The last two days I’ve had panic attacks, and I feel fuzzy. It’s the same feeling many people get with low blood sugar, so I’ve heard.  Your body feels shaky and on edge, but your brain is fuzzy.  For me, it’s a contradictory feeling.  I’m on high alert, but I can’t focus. The hair on my body stands on end; I have goosebumps all over.  I want to be present and disappear all at the same time.

When the panic sets in, I find it hard to remember that there are other things going on around me.
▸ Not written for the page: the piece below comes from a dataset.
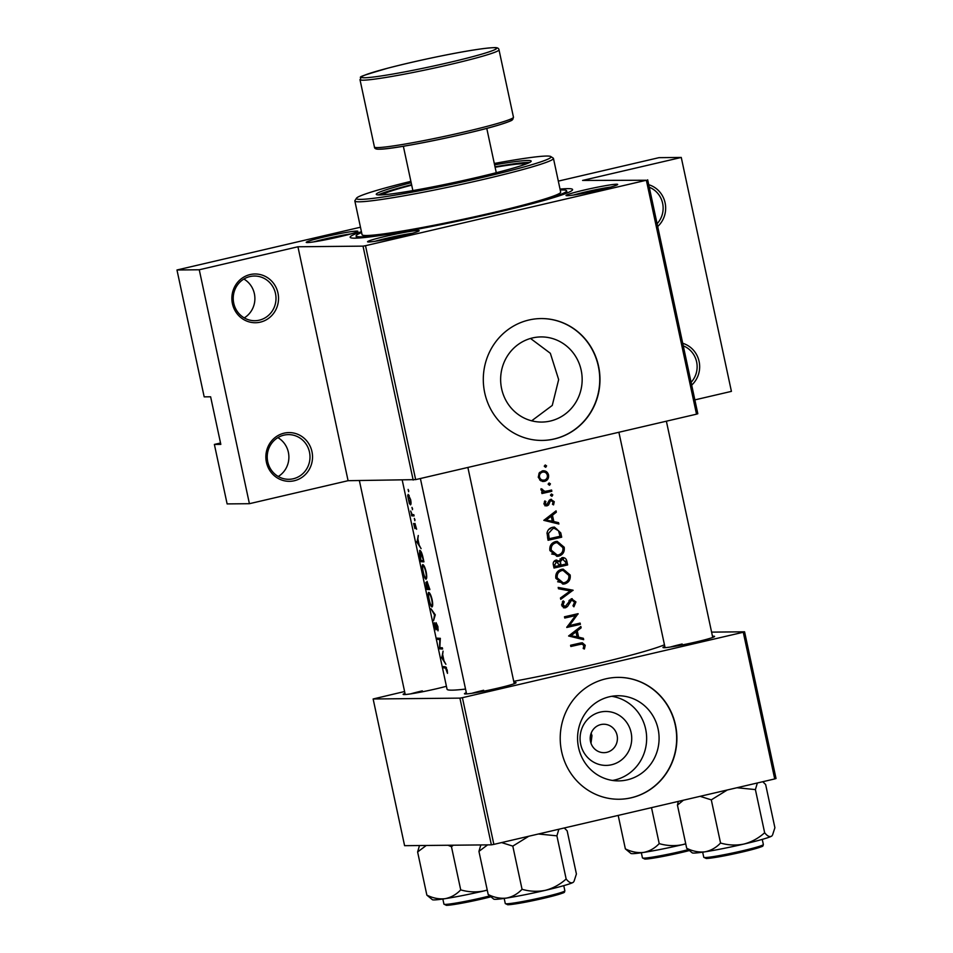 <?xml version="1.0" encoding="UTF-8"?>
<svg xmlns="http://www.w3.org/2000/svg" width="953" height="953" viewBox="0 0 953 953"><rect width="100%" height="100%" fill="white"/><g stroke="black" fill="none" stroke-linecap="round" stroke-linejoin="round"><path stroke-width="1.43" d="M682.729 343.306A24.373 23.337 -90.6 0 1 699.097 361.437A24.373 23.337 -90.6 0 1 691.687 385.095M691.092 382.32A22.336 21.395 89.4 0 0 683.265 345.844M648.731 184.715A24.373 23.337 -90.6 0 1 665.099 202.834A24.373 23.337 -90.6 0 1 657.689 226.504M657.093 223.729A22.336 21.395 89.4 0 0 649.267 187.253M284.101 433.162A24.373 23.337 -90.6 0 1 311.965 451.651A24.373 23.337 -90.6 0 1 294.298 480.741A24.373 23.337 -90.6 0 1 266.423 462.265A24.373 23.337 -90.6 0 1 284.101 433.162M293.286 478.763A22.336 21.395 89.4 0 0 309.856 454.414A22.336 21.395 89.4 0 0 288.402 434.616A22.336 21.395 89.4 0 0 283.934 435.152A22.336 21.395 89.4 0 0 267.364 459.513A22.336 21.395 89.4 0 0 288.83 479.299A22.336 21.395 89.4 0 0 293.286 478.763M277.871 437.63A22.336 21.395 -90.6 0 1 288.89 456.952A22.336 21.395 -90.6 0 1 278.252 476.488M250.103 274.571A24.373 23.337 -90.6 0 1 277.966 293.047A24.373 23.337 -90.6 0 1 260.3 322.15A24.373 23.337 -90.6 0 1 232.425 303.662A24.373 23.337 -90.6 0 1 250.103 274.571M259.287 320.172A22.336 21.395 89.4 0 0 275.858 295.811A22.336 21.395 89.4 0 0 254.391 276.025A22.336 21.395 89.4 0 0 249.936 276.561A22.336 21.395 89.4 0 0 233.366 300.91A22.336 21.395 89.4 0 0 254.832 320.708A22.336 21.395 89.4 0 0 259.287 320.172M243.873 279.038A22.336 21.395 -90.6 0 1 254.892 298.36A22.336 21.395 -90.6 0 1 244.242 317.897M591.158 733.179L591.968 735.609L590.991 743.245M600.247 712.105A26.97 25.826 -90.6 0 1 631.1 732.559A26.97 25.826 -90.6 0 1 611.54 764.759A26.97 25.826 -90.6 0 1 580.699 744.305A26.97 25.826 -90.6 0 1 600.247 712.105M606.787 752.334A14.224 13.616 89.4 0 0 617.33 736.836A14.224 13.616 89.4 0 0 603.666 724.232A14.224 13.616 89.4 0 0 600.831 724.578A14.224 13.616 89.4 0 0 590.288 740.076A14.224 13.616 89.4 0 0 603.94 752.667A14.224 13.616 89.4 0 0 606.787 752.334M627.229 779.864A42.575 40.765 89.4 0 0 658.821 733.453A42.575 40.765 89.4 0 0 617.913 695.75A42.575 40.765 89.4 0 0 609.42 696.762A42.575 40.765 89.4 0 0 577.84 743.173A42.575 40.765 89.4 0 0 618.735 780.888A42.575 40.765 89.4 0 0 627.229 779.864M612.517 780.447A42.575 40.765 89.4 0 0 614.804 779.983A42.575 40.765 89.4 0 0 646.622 736.824A42.575 40.765 89.4 0 0 611.707 696.298M631.315 797.78A60.932 58.336 89.4 0 0 676.511 731.356A60.932 58.336 89.4 0 0 617.973 677.38A60.932 58.336 89.4 0 0 605.81 678.834A60.932 58.336 89.4 0 0 560.602 745.27A60.932 58.336 89.4 0 0 619.152 799.245A60.932 58.336 89.4 0 0 631.315 797.78M619.033 799.245A60.932 58.336 89.4 0 0 631.077 797.792A60.932 58.336 89.4 0 0 676.285 731.416A60.932 58.336 89.4 0 0 617.854 677.38M550.31 421.047A42.575 40.765 89.4 0 0 581.89 374.636A42.575 40.765 89.4 0 0 540.982 336.921A42.575 40.765 89.4 0 0 532.489 337.946A42.575 40.765 89.4 0 0 500.909 384.357A42.575 40.765 89.4 0 0 541.816 422.06A42.575 40.765 89.4 0 0 550.31 421.047M531.655 420.821L552.264 405.43L558.661 379.592L550.346 353.289L530.523 338.458M554.384 438.964A60.932 58.336 89.4 0 0 599.592 372.54A60.932 58.336 89.4 0 0 541.042 318.564A60.932 58.336 89.4 0 0 528.891 320.017A60.932 58.336 89.4 0 0 483.683 386.441A60.932 58.336 89.4 0 0 542.221 440.429A60.932 58.336 89.4 0 0 554.384 438.964M542.114 440.429A60.932 58.336 89.4 0 0 554.146 438.964A60.932 58.336 89.4 0 0 599.366 372.599A60.932 58.336 89.4 0 0 540.923 318.564M324.425 236.892A26.41 1.596 167.9 0 1 357.84 231.388A26.41 1.596 167.9 0 1 339.661 236.749A26.41 1.596 167.9 0 1 306.294 242.443A26.41 1.596 167.9 0 1 324.425 236.892M350.823 233.926A24.373 1.465 -12.1 0 0 325.426 238.869A24.373 1.465 -12.1 0 0 313.716 241.883M584.249 190.04A26.41 1.596 167.9 0 1 617.663 184.537A26.41 1.596 167.9 0 1 599.497 189.897A26.41 1.596 167.9 0 1 566.118 195.591A26.41 1.596 167.9 0 1 584.249 190.04M610.659 187.074A24.373 1.465 -12.1 0 0 585.261 192.018A24.373 1.465 -12.1 0 0 573.551 195.031M385.751 236.296A26.41 1.596 167.9 0 1 419.165 230.793A26.41 1.596 167.9 0 1 400.999 236.153A26.41 1.596 167.9 0 1 367.62 241.848A26.41 1.596 167.9 0 1 385.751 236.296M412.161 233.33A24.373 1.465 -12.1 0 0 386.763 238.274A24.373 1.465 -12.1 0 0 375.053 241.288M513.977 682.515A26.41 1.596 167.9 0 1 516.061 682.789A26.41 1.596 167.9 0 1 497.895 688.149A26.41 1.596 167.9 0 1 464.528 693.844A26.41 1.596 167.9 0 1 466.315 692.736M712.475 636.259A26.41 1.596 167.9 0 1 714.559 636.533A26.41 1.596 167.9 0 1 696.393 641.893A26.41 1.596 167.9 0 1 663.026 647.587A26.41 1.596 167.9 0 1 664.813 646.479M446.421 686.279A26.41 1.596 167.9 0 1 436.569 688.745A26.41 1.596 167.9 0 1 403.19 694.439A26.41 1.596 167.9 0 1 404.977 693.331M560.03 189.099A113.741 6.85 167.9 0 1 572.479 190.004A113.741 6.85 167.9 0 1 494.214 213.079A113.741 6.85 167.9 0 1 350.442 237.607A113.741 6.85 167.9 0 1 361.425 231.674M441.406 657.332L445.885 664.301L443.991 660.81L442.645 654.52L443.062 651.137L441.942 657.201M436.069 622.654L435.712 628.587L434.306 622.69L434.711 626.324L435.986 629.826L436.331 623.893L437.999 630.838L437.915 626.633L436.021 622.666M436.057 629.814L436.224 629.099M436.176 627.634L435.712 628.587M432.102 606.906L431.9 606.954C432.853 606.584 432.936 604.166 432.138 599.699C431.018 595.256 429.886 592.814 428.755 592.373C427.933 592.671 428.004 595.077 428.969 599.592C429.946 604.035 430.911 606.501 431.9 606.954L432.019 606.942M426.158 579.15L425.943 579.198C426.908 578.84 426.98 576.41 426.182 571.943C425.074 567.5 423.942 565.058 422.798 564.617C421.988 564.915 422.06 567.321 423.025 571.836C423.99 576.279 424.967 578.745 425.943 579.198L426.062 579.186M412.506 508.39L412.47 509.688L411.982 507.377M412.482 509.688L412.542 508.545M408.658 490.426L408.623 491.724L408.122 489.413M408.623 491.724L408.694 490.569M411.696 515.811A113.741 6.85 -12.1 0 0 414.079 515.918L413.816 514.68A113.741 6.85 167.9 0 1 412.911 514.656L412.053 514.394L410.695 511.011L411.72 514.596A113.741 6.85 167.9 0 1 411.434 514.56L411.696 515.811L413.936 515.287M413.59 523.483L414.948 528.665L415.222 524.626L416.616 529.26L414.948 523.388L414.662 527.414L413.59 523.483M568.596 635.996L583.665 639.654L583.367 638.296L578.614 637.176L577.256 630.886L581.127 627.848L580.842 626.49L568.596 635.996M565.236 606.549L563.044 604.905L564.236 601.796L563.152 600.855L561.591 605.084L565.558 607.776L567.476 606.525L571.693 600.033L574.552 602.225L572.967 605.786L573.909 606.811L575.934 601.915L571.443 598.782L565.236 606.549L562.234 606.513M571.693 600.033L569.465 600.045L571.693 600.033M564.855 607.859L564.14 607.788M572.205 598.698L571.443 598.782M555.861 578.34L563.068 584.094L564.7 583.903C568.929 582.497 570.752 579.519 570.156 574.969L563.152 569.132L561.508 569.334C557.16 570.728 555.277 573.73 555.861 578.34M549.917 550.584L557.124 556.349L558.744 556.147C562.985 554.741 564.795 551.775 564.2 547.225L557.207 541.375L555.551 541.578C551.203 542.972 549.333 545.974 549.917 550.584M548.213 484.374L549.571 485.268L550.441 483.862L549.083 482.957L548.213 484.374M544.354 466.41L545.724 467.304L546.593 465.886L545.223 464.993L544.354 466.41M541.947 493.547A113.741 6.85 -12.1 0 0 551.847 491.283L551.584 490.033A113.741 6.85 167.9 0 1 548.285 490.795L544.842 491.355L541.09 488.698L540.982 489.866L543.162 491.962A113.741 6.85 167.9 0 1 541.685 492.296L541.947 493.547M549.059 500.623L551.108 500.599L553.074 502.028L552.478 504.28L553.562 504.887L554.265 501.683L550.798 499.372L549.369 500.194L546.831 504.566L545.199 503.553L545.878 501.564L544.842 500.909L543.972 503.827L547.153 505.805L548.583 504.983L550.25 501.159L551.453 500.563L549.083 500.587M546.831 504.566L544.27 504.625M551.442 499.289L550.798 499.372M546.51 505.876L545.866 505.817M570.847 646.491A113.741 6.85 -12.1 0 0 579.96 644.431L581.997 644.109L583.844 645.55L583.212 648.516L584.403 649.005L585.225 645.3L582.319 642.775L579.829 643.156A113.741 6.85 167.9 0 1 570.585 645.252L570.847 646.491M543.806 520.35L558.875 524.019L558.577 522.661L553.812 521.541L552.466 515.251L556.338 512.202L556.052 510.856L543.806 520.35M550.572 495.405L551.942 496.299L552.8 494.893L551.442 493.988L550.572 495.405M443.657 667.827A113.741 6.85 -12.1 0 0 445.492 668.005L447.493 673.366L447.219 670.03L445.254 666.766A113.741 6.85 167.9 0 1 443.395 666.576L443.657 667.827L446.183 667.231M538.29 477.298L540.768 480.788L544.604 481.372C547.653 480.372 548.964 478.227 548.535 474.951C547.594 471.818 545.533 470.46 542.352 470.877L539.112 473.069L538.29 477.298M543.484 470.746L542.352 470.877M543.424 481.515L542.305 481.396L544.818 479.99M561.686 537.182L560.769 532.882L554.432 527.08L552.68 527.307C549.607 527.962 547.725 529.844 547.034 532.965L548.07 540.28A113.741 6.85 -12.1 0 0 561.686 537.182L547.987 539.851M554.027 568.036A113.741 6.85 -12.1 0 0 567.643 564.938L566.832 561.186C566.225 558.565 564.641 557.386 562.079 557.636L559.185 561.091L555.921 560.15C553.574 561.043 552.752 562.77 553.443 565.332L554.027 568.036M556.719 560.054L555.921 560.15M562.913 557.529L562.079 557.636M560.733 599.342L573.063 590.193L558.184 587.429L558.47 588.763L570.239 590.943L560.447 598.007L560.733 599.342M580.377 624.358L580.115 623.107A113.741 6.85 167.9 0 1 569.465 625.549L578.09 613.684A113.741 6.85 167.9 0 1 564.474 616.782L564.748 618.032A113.741 6.85 -12.1 0 0 575.505 615.59L566.761 627.455A113.741 6.85 -12.1 0 0 580.377 624.358L566.868 626.979M416.616 541.685L421.095 548.654L419.201 545.164L417.855 538.874L418.272 535.491L417.152 541.566M414.877 519.421L414.841 520.719L414.341 518.408M414.841 520.719L414.912 519.576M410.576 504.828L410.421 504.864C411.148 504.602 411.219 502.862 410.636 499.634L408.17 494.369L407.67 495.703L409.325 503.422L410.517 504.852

I become fully present in the attack and  lose focus on anything else in the world.  It’s extremely odd since I feel so full of energy, but I lack the ambition or motivation to do something that releases it.  I can feel the blood rushing under my skin and I can’t sit still.  I need to find something…anything…to do, but I lose the ability to focus on one thing.  It’s extremely frustrating knowing I need any outlet but not being able to actually focus on something productive.  I’ve tried several things, exercise, meditation, even tai chi. But while some relief is found, it’s not enough to abate the panic attack. The only thing that runs through my mind is the situation that brought on the anxiety, having it play over and over in my head.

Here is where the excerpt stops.